If entering ML in Russia (2026):
- Expect strong competition from academically trained, young cohorts (median age 24–26).
- Focus on core mathematics/statistics plus practical ML engineering (deployment, monitoring).
- Produce an ATS‑friendly resume with quantified results and production experience.
- Consider MLOps if you have backend/DevOps skills — demand is high and supply limited.
- Disclose a realistic salary range (vacancies that disclose salary attract more applicants).
- For faster grade progression, changing companies strategically often yields faster jumps than internal promotion.
For researchers/analysts conducting market studies:
- Document selection and cleaning procedures carefully — raw counts can be misleading if spam/garbage are not removed; scoring thresholds and cleaning rules matter.

Limitations and cautions

Salary conclusions rely on a small disclosed subset — interpret with caution.
Platform proprietary scoring is complex and not fully transparent; non‑obvious signals (photo, packaging) can influence scores.
This study is a snapshot (March 2026) tied to the platform and candidate behavior at that time.
Presenter emphasized transparency: selection and cleaning were documented for reproducibility.

Extras and follow‑ups

Additional analyses planned/available: candidate archetypes (e.g., “re‑rollers”), company donor/retention analyses, deeper elite‑candidate studies.
Full dataset/map/study and comments are available on the presenter’s platform (nareka.ru).

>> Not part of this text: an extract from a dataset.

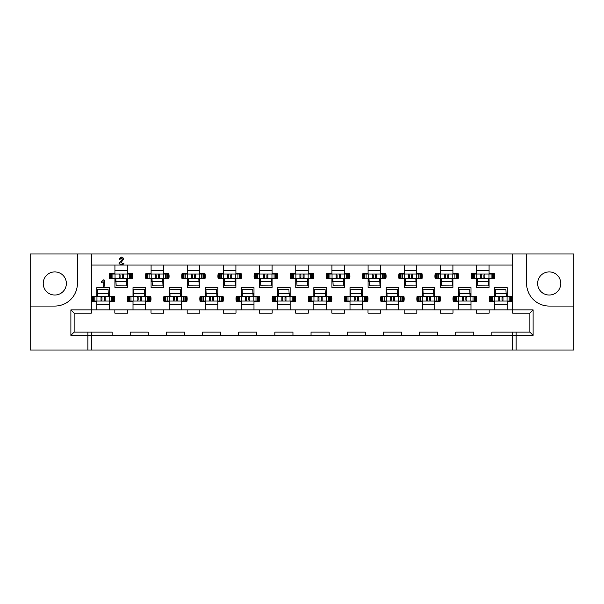 <?xml version="1.0" encoding="UTF-8"?>
<svg xmlns="http://www.w3.org/2000/svg" width="604" height="604" viewBox="0 0 604 604"><rect width="100%" height="100%" fill="white"/><g stroke="black" fill="none" stroke-linecap="round" stroke-linejoin="round"><path stroke-width="0.91" d="M549.21 271.891A11.574 11.574 0 0 0 537.635 283.465A11.574 11.574 0 0 0 549.21 295.039A11.574 11.574 0 0 0 560.776 283.465A11.574 11.574 0 0 0 549.21 271.891M54.79 295.039A11.574 11.574 0 0 1 43.224 283.465A11.574 11.574 0 0 1 54.79 271.891A11.574 11.574 0 0 1 66.365 283.465A11.574 11.574 0 0 1 54.79 295.039M199.735 265.02L199.735 273.612L204.952 273.612A11.755 11.755 0 0 1 204.952 278.852L199.735 278.852L199.735 287.444L187.255 287.444L187.255 278.852L182.038 278.852A11.755 11.755 0 0 1 182.038 273.612L187.255 273.612L187.255 265.02M235.907 265.02L235.907 273.612L241.124 273.612A11.755 11.755 0 0 1 241.124 278.852L235.907 278.852L235.907 287.444L223.427 287.444L223.427 278.852L218.21 278.852A11.755 11.755 0 0 1 218.21 273.612L223.427 273.612L223.427 265.02M272.072 265.02L272.072 273.612L277.289 273.612A11.755 11.755 0 0 1 277.289 278.852L272.072 278.852L272.072 287.444L259.592 287.444L259.592 278.852L254.375 278.852A11.755 11.755 0 0 1 254.375 273.612L259.592 273.612L259.592 265.02M308.236 265.02L308.236 273.612L313.461 273.612A11.755 11.755 0 0 1 313.461 278.852L308.236 278.852L308.236 287.444L295.764 287.444L295.764 278.852L290.539 278.852A11.755 11.755 0 0 1 290.539 273.612L295.764 273.612L295.764 265.02M344.408 265.02L344.408 273.612L349.625 273.612A11.755 11.755 0 0 1 349.625 278.852L344.408 278.852L344.408 287.444L331.928 287.444L331.928 278.852L326.711 278.852A11.755 11.755 0 0 1 326.711 273.612L331.928 273.612L331.928 265.02M380.573 265.02L380.573 273.612L385.79 273.612A11.755 11.755 0 0 1 385.79 278.852L380.573 278.852L380.573 287.444L368.093 287.444L368.093 278.852L362.876 278.852A11.755 11.755 0 0 1 362.876 273.612L368.093 273.612L368.093 265.02M416.745 265.02L416.745 273.612L421.962 273.612A11.755 11.755 0 0 1 421.962 278.852L416.745 278.852L416.745 287.444L404.265 287.444L404.265 278.852L399.048 278.852A11.755 11.755 0 0 1 399.048 273.612L404.265 273.612L404.265 265.02M452.909 265.02L452.909 273.612L458.126 273.612A11.755 11.755 0 0 1 458.126 278.852L452.909 278.852L452.909 287.444L440.429 287.444L440.429 278.852L435.212 278.852A11.755 11.755 0 0 1 435.212 273.612L440.429 273.612L440.429 265.02M489.074 265.02L489.074 273.612L494.299 273.612A11.755 11.755 0 0 1 494.299 278.852L489.074 278.852L489.074 287.444L476.601 287.444L476.601 278.852L471.377 278.852A11.755 11.755 0 0 1 471.377 273.612L476.601 273.612L476.601 265.02M163.571 265.02L163.571 273.612L168.788 273.612A11.755 11.755 0 0 1 168.788 278.852L163.571 278.852L163.571 287.444L151.091 287.444L151.091 278.852L145.874 278.852A11.755 11.755 0 0 1 145.874 273.612L151.091 273.612L151.091 265.02M127.399 265.02L127.399 273.612L132.623 273.612A11.755 11.755 0 0 1 132.623 278.852L127.399 278.852L127.399 287.444L114.926 287.444L114.926 278.852L109.702 278.852A11.755 11.755 0 0 1 109.702 273.612L114.926 273.612L114.926 265.02M163.661 309.867L163.661 313.121L151 313.121L151 309.867L169.173 309.867L169.173 301.456L163.956 301.456A11.755 11.755 0 0 1 163.956 296.217L169.173 296.217L169.173 287.625L181.653 287.625L181.653 296.217L186.87 296.217A11.755 11.755 0 0 1 186.87 301.456L181.653 301.456L181.653 309.867L199.826 309.867L199.826 313.121L187.165 313.121L187.165 309.867M199.826 309.867L205.345 309.867L205.345 301.456L200.12 301.456A11.755 11.755 0 0 1 200.12 296.217L205.345 296.217L205.345 287.625L217.817 287.625L217.817 296.217L223.042 296.217A11.755 11.755 0 0 1 223.042 301.456L217.817 301.456L217.817 309.867L235.99 309.867L235.99 313.121L223.337 313.121L223.337 309.867M235.99 309.867L241.509 309.867L241.509 301.456L236.292 301.456A11.755 11.755 0 0 1 236.292 296.217L241.509 296.217L241.509 287.625L253.99 287.625L253.99 296.217L259.207 296.217A11.755 11.755 0 0 1 259.207 301.456L253.99 301.456L253.99 309.867L272.162 309.867L272.162 313.121L259.501 313.121L259.501 309.867M272.162 309.867L277.674 309.867L277.674 301.456L272.457 301.456A11.755 11.755 0 0 1 272.457 296.217L277.674 296.217L277.674 287.625L290.154 287.625L290.154 296.217L295.371 296.217A11.755 11.755 0 0 1 295.371 301.456L290.154 301.456L290.154 309.867L308.327 309.867L308.327 313.121L295.673 313.121L295.673 309.867M308.327 309.867L313.846 309.867L313.846 301.456L308.629 301.456A11.755 11.755 0 0 1 308.629 296.217L313.846 296.217L313.846 287.625L326.326 287.625L326.326 296.217L331.543 296.217A11.755 11.755 0 0 1 331.543 301.456L326.326 301.456L326.326 309.867L344.499 309.867L344.499 313.121L331.838 313.121L331.838 309.867M344.499 309.867L350.01 309.867L350.01 301.456L344.793 301.456A11.755 11.755 0 0 1 344.793 296.217L350.01 296.217L350.01 287.625L362.491 287.625L362.491 296.217L367.708 296.217A11.755 11.755 0 0 1 367.708 301.456L362.491 301.456L362.491 309.867L380.663 309.867L380.663 313.121L368.01 313.121L368.01 309.867M380.663 309.867L386.183 309.867L386.183 301.456L380.958 301.456A11.755 11.755 0 0 1 380.958 296.217L386.183 296.217L386.183 287.625L398.655 287.625L398.655 296.217L403.88 296.217A11.755 11.755 0 0 1 403.88 301.456L398.655 301.456L398.655 309.867L416.836 309.867L416.836 313.121L404.174 313.121L404.174 309.867M416.836 309.867L422.347 309.867L422.347 301.456L417.13 301.456A11.755 11.755 0 0 1 417.13 296.217L422.347 296.217L422.347 287.625L434.827 287.625L434.827 296.217L440.044 296.217A11.755 11.755 0 0 1 440.044 301.456L434.827 301.456L434.827 309.867L453 309.867L453 313.121L440.339 313.121L440.339 309.867M453 309.867L458.519 309.867L458.519 301.456L453.294 301.456A11.755 11.755 0 0 1 453.294 296.217L458.519 296.217L458.519 287.625L470.992 287.625L470.992 296.217L476.216 296.217A11.755 11.755 0 0 1 476.216 301.456L470.992 301.456L470.992 309.867L489.164 309.867L489.164 313.121L476.511 313.121L476.511 309.867M489.164 309.867L494.684 309.867L494.684 301.456L489.466 301.456A11.755 11.755 0 0 1 489.466 296.217L494.684 296.217L494.684 287.625L507.164 287.625L507.164 296.217L512.381 296.217A11.755 11.755 0 0 1 512.381 301.456L507.164 301.456L507.164 309.867L533.113 309.867L533.113 335.363L491.882 335.363L491.882 332.109L529.859 332.109L529.859 313.121L512.675 313.121L512.675 253.99L30.2 253.99L30.2 306.069L54.79 306.069A22.605 22.605 0 0 0 77.395 283.465L77.395 253.99M91.325 253.99L91.325 313.121L74.141 313.121L74.141 332.109L91.325 332.109L91.325 335.363L70.887 335.363L70.887 309.867L96.836 309.867L96.836 301.456L91.619 301.456A11.755 11.755 0 0 1 91.619 296.217L96.836 296.217L96.836 287.625L109.316 287.625L109.316 296.217L114.533 296.217A11.755 11.755 0 0 1 114.533 301.456L109.316 301.456L109.316 309.867L133.008 309.867L133.008 301.456L127.784 301.456A11.755 11.755 0 0 1 127.784 296.217L133.008 296.217L133.008 287.625L145.481 287.625L145.481 296.217L150.706 296.217A11.755 11.755 0 0 1 150.706 301.456L145.481 301.456L145.481 309.867L151 309.867M516.11 332.109L516.11 350.01L512.675 350.01L512.675 332.109M91.325 332.109L112.118 332.109L112.118 335.363L91.325 335.363L91.325 350.01L512.675 350.01M91.325 350.01L87.89 350.01L87.89 332.109M30.2 306.069L30.2 350.01L87.89 350.01M516.11 350.01L573.8 350.01L573.8 253.99L526.605 253.99L526.605 283.465A22.605 22.605 0 0 0 549.21 306.069L573.8 306.069M383.374 332.109L401.464 332.109L401.464 335.363L383.374 335.363L383.374 332.109M419.546 332.109L437.628 332.109L437.628 335.363L419.546 335.363L419.546 332.109M455.71 332.109L473.793 332.109L473.793 335.363L455.71 335.363L455.71 332.109M347.209 332.109L365.292 332.109L365.292 335.363L347.209 335.363L347.209 332.109M311.045 332.109L329.127 332.109L329.127 335.363L311.045 335.363L311.045 332.109M274.873 332.109L292.955 332.109L292.955 335.363L274.873 335.363L274.873 332.109M238.708 332.109L256.791 332.109L256.791 335.363L238.708 335.363L238.708 332.109M202.536 332.109L220.626 332.109L220.626 335.363L202.536 335.363L202.536 332.109M130.207 332.109L148.29 332.109L148.29 335.363L130.207 335.363L130.207 332.109M166.372 332.109L184.454 332.109L184.454 335.363L166.372 335.363L166.372 332.109M127.489 309.867L127.489 313.121L114.835 313.121L114.835 309.867M96.836 309.867L109.316 309.867M133.008 309.867L145.481 309.867M494.684 309.867L507.164 309.867M458.519 309.867L470.992 309.867M422.347 309.867L434.827 309.867M386.183 309.867L398.655 309.867M350.01 309.867L362.491 309.867M313.846 309.867L326.326 309.867M277.674 309.867L290.154 309.867M241.509 309.867L253.99 309.867M205.345 309.867L217.817 309.867M169.173 309.867L181.653 309.867M476.601 281.743L477.673 281.743M488.53 281.743L489.074 281.743M440.429 281.743L441.509 281.743M452.358 281.743L452.909 281.743M404.265 281.743L405.344 281.743M416.194 281.743L416.745 281.743M368.093 281.743L369.172 281.743M380.022 281.743L380.573 281.743M331.928 281.743L333.008 281.743M343.857 281.743L344.408 281.743M295.764 281.743L296.836 281.743M307.693 281.743L308.236 281.743M259.592 281.743L260.671 281.743M271.521 281.743L272.072 281.743M223.427 281.743L224.507 281.743M235.356 281.743L235.907 281.743M187.255 281.743L188.335 281.743M199.184 281.743L199.735 281.743M151.091 281.743L152.17 281.743M163.02 281.743L163.571 281.743M114.926 281.743L115.998 281.743M126.848 281.743L127.399 281.743M494.684 304.348L507.164 304.348M458.519 304.348L470.992 304.348M422.347 304.348L434.827 304.348M386.183 304.348L398.655 304.348M350.01 304.348L362.491 304.348M313.846 304.348L326.326 304.348M277.674 304.348L290.154 304.348M241.509 304.348L253.99 304.348M205.345 304.348L217.817 304.348M169.173 304.348L181.653 304.348M133.008 304.348L145.481 304.348M96.836 304.348L109.316 304.348M512.675 265.02L91.325 265.02M526.605 253.99L512.675 253.99M109.316 293.317L108.237 293.317M97.387 293.317L96.836 293.317M145.481 293.317L144.409 293.317M133.56 293.317L133.008 293.317M507.164 293.317L506.084 293.317M495.235 293.317L494.684 293.317M470.992 293.317L469.92 293.317M459.063 293.317L458.519 293.317M434.827 293.317L433.748 293.317M422.898 293.317L422.347 293.317M398.655 293.317L397.583 293.317M386.734 293.317L386.183 293.317M362.491 293.317L361.411 293.317M350.562 293.317L350.01 293.317M326.326 293.317L325.246 293.317M314.397 293.317L313.846 293.317M290.154 293.317L289.074 293.317M278.225 293.317L277.674 293.317M253.99 293.317L252.91 293.317M242.061 293.317L241.509 293.317M217.817 293.317L216.745 293.317M205.888 293.317L205.345 293.317M181.653 293.317L180.573 293.317M169.724 293.317L169.173 293.317M127.399 270.713L114.926 270.713M163.571 270.713L151.091 270.713M489.074 270.713L476.601 270.713M452.909 270.713L440.429 270.713M416.745 270.713L404.265 270.713M380.573 270.713L368.093 270.713M344.408 270.713L331.928 270.713M308.236 270.713L295.764 270.713M272.072 270.713L259.592 270.713M235.907 270.713L223.427 270.713M199.735 270.713L187.255 270.713M473.793 335.363L491.882 335.363M437.628 335.363L455.71 335.363M401.464 335.363L419.546 335.363M365.292 335.363L383.374 335.363M329.127 335.363L347.209 335.363M292.955 335.363L311.045 335.363M256.791 335.363L274.873 335.363M220.626 335.363L238.708 335.363M184.454 335.363L202.536 335.363M148.29 335.363L166.372 335.363M112.118 335.363L130.207 335.363M533.113 309.867L529.859 313.121M533.113 335.363L529.859 332.109M70.887 335.363L74.141 332.109M70.887 309.867L74.141 313.121M103.797 286.809L103.171 286.047L103.171 281.743L101.54 282.649L101.027 282.121L103.896 279.667L104.439 280.399L104.439 285.851L103.797 286.809M120.883 262.717L123.903 263.578L123.299 264.114L119.811 264.114L119.048 263.465L122.521 259.116L121.434 258.059L119.622 259.667L119.071 259.078L121.457 257.062L122.695 257.296L123.782 259.078L120.883 262.717M113.477 301.003L113.93 301.003L113.93 296.662L113.477 296.662L113.477 301.003L105.111 301.003L104.16 300.06L104.16 297.613L105.111 296.662L92.676 296.662L92.676 301.003L92.231 301.003L92.231 296.662L92.676 296.662M105.111 301.003L92.676 301.003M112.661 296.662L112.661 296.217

Speakers / sources mentioned

Presenter / video author: creator of nareka.ru and author of the analysis (sole speaker).
Companies explicitly mentioned: Sber, Ozon.
Tools / platform elements: nareka.ru, platform ATS and scoring (recommendation NN, textual search/logit, packaging visibility), SBERTs (referenced), Gemini 3 Fast (LLM).
Statistical / ML libraries referenced: statsmodels, scikit‑learn, XGBoost.